Saturday, August 4, 2018
“Come to me, all you that are weary and are carrying heavy burdens, and I will give you rest. Take my yoke upon you, and learn from me; for I am gentle and humble in heart, and you will find rest for your souls. For my yoke is easy, and my burden is light.” – Matthew 11:28-30
Clergy when in traditional vestments usually have a length of cloth draped over their shoulders. This vestment called a “stole” is actually a symbolic representation of a yoke placed around a beast of burden. It is the symbol of ordination that signifies that this soul now does the work of the Lord as a pastor and preacher. Obviously, this is drawn from this passage in the Gospel of Matthew …”Take my yoke upon you, and learn from me … learn from teachings and the echoing of my teachings, learn from doing the work I send you now to do, learn from being obedient in the practice of holy Love, learn from the moments you will experience in my service.”

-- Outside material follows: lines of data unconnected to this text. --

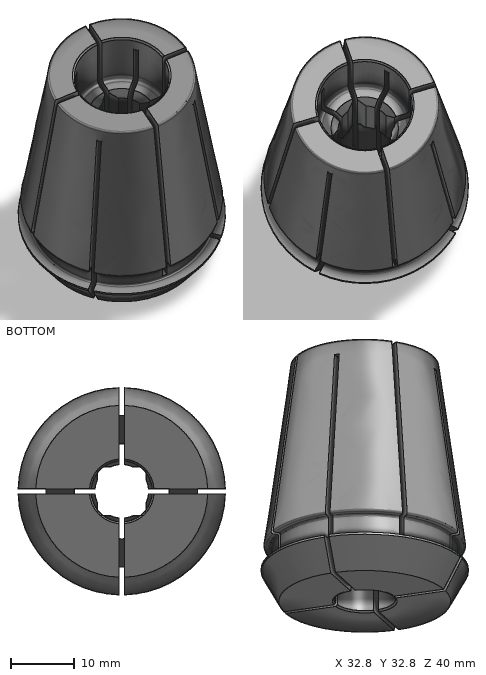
import cadquery as cq
import math

height = 40.0

nose_radius = 13.6
flange_radius = 16.4
flange_bottom = 5.1
flange_top = 5.45
groove_radius = 14.7
groove_fillet = 0.3
taper_bottom = 9.2
taper_angle = math.radians(8)
taper_top_radius = 11.7
taper_bottom_radius = taper_top_radius + (height - taper_bottom) * math.tan(taper_angle)
taper_bottom_fillet = 0.3
taper_top_fillet = 0.3

tool_bore_radius = 4.85
tool_bore_chamfer = 0.3
square_bottom = height / 2
square_width = 7.7
square_relief_radius = 4.25
countersink_radius = 5.3
countersink_depth = countersink_radius - square_relief_radius
upper_bore_radius = 7.5
upper_bore_floor = 30.2
upper_bore_floor_fillet = 0.8
upper_bore_chamfer = 0.3

slit_width = 0.8
lower_slit_top = 37.6
upper_slit_floor = 6.0
slit_overrun = 0.8
slits_per_set = 4
slit_spacing = 360 / slits_per_set


def cylinder(radius, bottom, top):
    """Solid cylinder on the Z axis between two heights."""
    return cq.Workplane("XY").workplane(offset=bottom).circle(radius).extrude(top - bottom)


def cone(bottom_radius, bottom, top_radius, top):
    """Solid truncated cone on the Z axis between two heights."""
    profile = cq.Workplane("XZ").polyline(
        [(0, bottom), (bottom_radius, bottom), (top_radius, top), (0, top)]
    )
    return profile.close().revolve(360, (0, 0, 0), (0, 1, 0))


def make_outer_body():
    """Nose cone and flange, locking groove and clamping taper."""
    nose = cone(nose_radius, 0, flange_radius, flange_bottom)
    flange = cylinder(flange_radius, flange_bottom, flange_top)
    groove = cylinder(groove_radius, flange_top, taper_bottom)
    taper = cone(taper_bottom_radius, taper_bottom, taper_top_radius, height)
    taper = taper.faces("<Z").edges().fillet(taper_bottom_fillet)
    taper = taper.faces(">Z").edges().fillet(taper_top_fillet)
    body = nose.union(flange).union(groove).union(taper)
    groove_corners = body.edges("%CIRCLE").filter(
        lambda edge: math.isclose(edge.radius(), groove_radius, abs_tol=0.005)
    )
    return groove_corners.fillet(groove_fillet)


def make_tool_bore():
    """Round bore for the tool shank, chamfered at its mouth."""
    bore = cylinder(tool_bore_radius, 0, square_bottom)
    mouth = cone(tool_bore_radius + tool_bore_chamfer, 0, tool_bore_radius, tool_bore_chamfer)
    return bore.union(mouth)


def make_square_drive():
    """Square hole with a round relief in its flats, countersunk from above."""
    square = (
        cq.Workplane("XY")
        .workplane(offset=square_bottom)
        .rect(square_width, square_width)
        .extrude(upper_bore_floor - square_bottom)
    )
    relief = cylinder(square_relief_radius, square_bottom, upper_bore_floor)
    countersink = cone(
        square_relief_radius, upper_bore_floor - countersink_depth, countersink_radius, upper_bore_floor
    )
    return square.union(relief).union(countersink)


def make_upper_bore():
    """Wide bore open at the top, with a rounded floor and a chamfered mouth."""
    bore = cylinder(upper_bore_radius, upper_bore_floor, height)
    bore = bore.faces("<Z").edges().fillet(upper_bore_floor_fillet)
    mouth = cone(
        upper_bore_radius, height - upper_bore_chamfer, upper_bore_radius + upper_bore_chamfer, height
    )
    return bore.union(mouth)


def make_slits(bottom, top, start_angle):
    """Set of evenly spaced radial slits between two heights."""
    reach = flange_radius + slit_overrun
    slit = cq.Workplane("XY").box(reach, slit_width, top - bottom, centered=(False, True, False))
    slit = slit.translate((0, 0, bottom))
    slits = cq.Workplane("XY")
    for index in range(slits_per_set):
        angle = start_angle + index * slit_spacing
        slits = slits.union(slit.rotate((0, 0, 0), (0, 0, 1), angle))
    return slits


result = (
    make_outer_body()
    .cut(make_tool_bore())
    .cut(make_square_drive())
    .cut(make_upper_bore())
    .cut(make_slits(0, lower_slit_top, 0))
    .cut(make_slits(upper_slit_floor, height, slit_spacing / 2))
)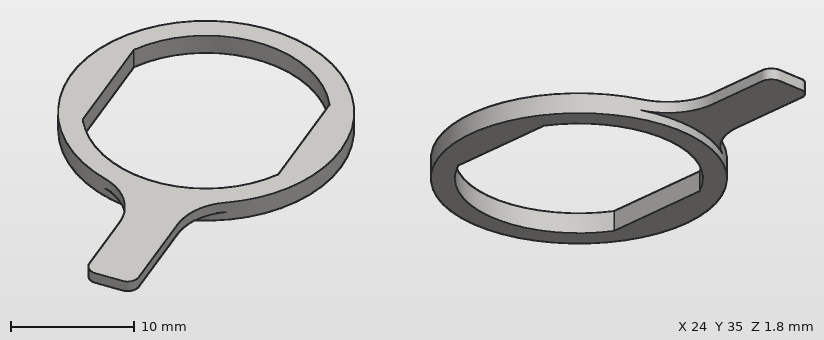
import cadquery as cq
import math

ring_radius = 12.0
ring_thickness = 1.8
bore_radius = 10.05
bore_flat_distance = 8.7

handle_thickness = 1.0
handle_width = 4.4
handle_center_x = 1.8
handle_end_y = -23.0
handle_corner_radius = 1.0
root_fillet_radius = 5.0

handle_left_x = handle_center_x - handle_width / 2
handle_right_x = handle_center_x + handle_width / 2
handle_bottom_z = ring_thickness - handle_thickness


def make_ring_disc():
    return cq.Workplane("XY").circle(ring_radius).extrude(ring_thickness)


def make_bore():
    """Round bore cut off by two flats parallel to the Y axis."""
    round_bore = cq.Workplane("XY").circle(bore_radius).extrude(ring_thickness)
    flat_limits = cq.Workplane("XY").rect(2 * bore_flat_distance, 2 * bore_radius).extrude(ring_thickness)
    return round_bore.intersect(flat_limits)


def root_fillet_points(edge_x, side):
    """Ring end, middle and handle end of a root fillet; side is -1 for left, +1 for right.

    The fillet arc touches both the ring circle and the straight handle edge.
    """
    center_x = edge_x + side * root_fillet_radius
    center_distance = ring_radius + root_fillet_radius
    center_y = -math.sqrt(center_distance**2 - center_x**2)
    ring_ratio = ring_radius / center_distance
    ring_end = (center_x * ring_ratio, center_y * ring_ratio)
    handle_end = (edge_x, center_y)

    ring_angle = math.atan2(-center_y, -center_x)
    handle_angle = math.pi if side > 0 else 0.0
    middle_angle = (ring_angle + handle_angle) / 2
    middle = (
        center_x + root_fillet_radius * math.cos(middle_angle),
        center_y + root_fillet_radius * math.sin(middle_angle),
    )
    return ring_end, middle, handle_end


def make_handle():
    left_ring_end, left_middle, left_handle_end = root_fillet_points(handle_left_x, -1)
    right_ring_end, right_middle, right_handle_end = root_fillet_points(handle_right_x, 1)
    blank = (
        cq.Workplane("XY", origin=(0, 0, handle_bottom_z))
        .moveTo(*left_ring_end)
        .threePointArc(left_middle, left_handle_end)
        .lineTo(handle_left_x, handle_end_y)
        .lineTo(handle_right_x, handle_end_y)
        .lineTo(*right_handle_end)
        .threePointArc(right_middle, right_ring_end)
        .lineTo(0, 0)
        .close()
        .extrude(handle_thickness)
    )
    return blank.edges("|Z and <Y").fillet(handle_corner_radius)


result = make_ring_disc().union(make_handle()).cut(make_bore())

But today I focus on the words of self-revealing spoken by Christ … “for I am gentle and humble in heart”. Christ confesses that His heart is gentle and humble, and then in extension, we who live of Christ also would have hearts that are gentle and humble. But I find this is not always the case with people … even people like me.
I am gentle of heart … a gentle touch, a gentle word, a gentle manner, a gentle breeze … to be not harsh or violent, overly stern or heavy-handed…
I am humble of heart … an honest awareness of self, neither haughty, boastful, nor arrogantly proud, the posture of a servant, a deference to the value of others …
Yet … some expressions of the Christianity instead promise worldly riches and honors, fame and celebrity, harsh condemnation, and heavy-handed ways. They turn the humble King who was Christ into self-indulgent and sword-wielding crusader. They cast aside the qualities of humility and gentleness so that they might vault themselves into realms of self-glorification. Oh, they rationalize it, explain it away, even denigrate these qualities of humility and gentleness … and thus abandon the spirit of the One who teaches by sharing the work of the yoke.
Learn from me, Christ pleads … but, too often, we learn from everyone else but Christ.